The insight Optimal Brain Damage planted in 1989 still holds. Only, for it to become a “real payoff,” the hardware 36 years later had to be ready to receive that sparsity. The history of pruning is, in a way, the history of algorithms and hardware waiting for each other.
In the next article we’ll cover how to set sparsity automatically, layer by layer (sensitivity analysis · AMC · NetAdapt).
References
- Y. LeCun, J. S. Denker, S. A. Solla. Optimal Brain Damage. Advances in Neural Information Processing Systems (NeurIPS), 1989.
- S. Han, J. Pool, J. Tran, W. J. Dally. Learning both Weights and Connections for Efficient Neural Networks. NeurIPS, 2015.

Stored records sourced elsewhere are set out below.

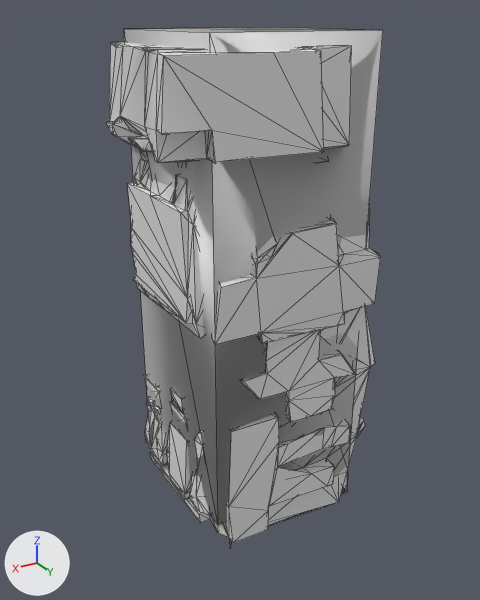
Before and after pictures for a commit that changed the OBJ model src/main/resources/assets/kn8/meshes/suit/mk1/left_leg.obj.
Both versions are drawn from a 50 mm camera at (0.576, 0.937, 0.79) aimed at (0.021, 0.013, 0.328). Arrows for +X, +Y and +Z are at lower left; the lights stay in place. The older version comes first. Mesh edges are drawn as thin lines. Where no turn or scale is listed for an object, it has been applied to the vertices. Vertices at exactly the same position are counted once.

The first picture shows 'left_leg'.
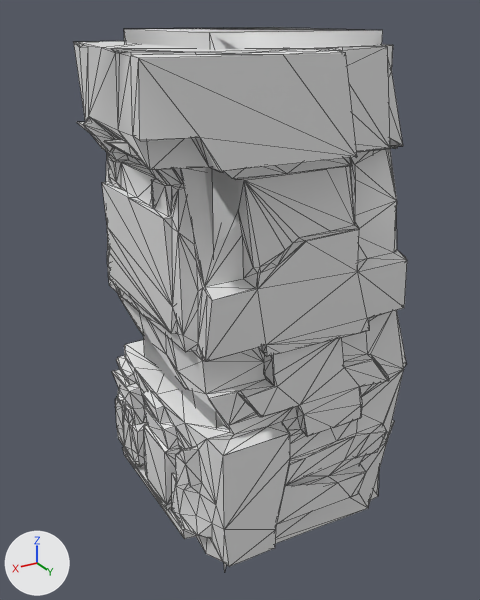
What differs and where, as boxes [x1, y1, x2, y2] in the pictures (480 x 600 px; the box of a moved part takes in the faces that stretch with it):
'left_leg', reshaped (21% wider): before [107, 27, 383, 547]; after [74, 27, 407, 572]
part 1 of me_left_leg, rebuilt (21% wider): before [107, 42, 381, 547]; after [74, 41, 407, 572]
part 2 of me_left_leg, moved or reshaped: [165, 27, 353, 30] in both

The change in detail:
me_left_leg is used by ob_left_leg; location (0.0, 0.0, 0.0).
Verts and faces of me_left_leg; kept vertices keep their numbers, new ones are numbered from 946.
Before the commit, vertices of me_left_leg: 939 (-0.144, 0.144, 0.769) at pixel (382, 30), 940 (-0.144, -0.144, 0.769) at pixel (273, 27), 944 (0.144, -0.144, 0.769) at pixel (123, 28).
me_left_leg had 946 vertices, 1880 faces and spanned x -0.214..0.23, y -0.172..0.197, z -0.081..0.769.
me_left_leg now has 941 vertices, 1835 faces and spans x -0.26..0.272, y -0.219..0.248, z -0.081..0.769.
me_left_leg part 1: the loose piece of 938 vertices spanning x -0.214..0.23, y -0.172..0.197, z -0.081..0.75 is rebuilt with 933 vertices and now spans x -0.26..0.272, y -0.219..0.248, z -0.081..0.75.
Part 2, on me_left_leg:
Faces deleted: (939, 944, 940).
New faces: (939, 940, 944).
Other edits to the shape of me_left_leg do not show in these pictures.

- S. Han, H. Mao, W. J. Dally. Deep Compression: Compressing Deep Neural Networks with Pruning, Trained Quantization and Huffman Coding. ICLR, 2016.
- A. Mishra et al. Accelerating Sparse Deep Neural Networks (2:4 Structured Sparsity). arXiv:2104.08378, 2021.
- S. Han et al. EIE: Efficient Inference Engine on Compressed Deep Neural Network. ISCA, 2016.
- M. Horowitz. Computing’s Energy Problem (and what we can do about it). ISSCC, 2014.
- Course reference: MIT 6.5940 TinyML and Efficient Deep Learning Computing (Song Han), Lec 3–4 Pruning & Sparsity.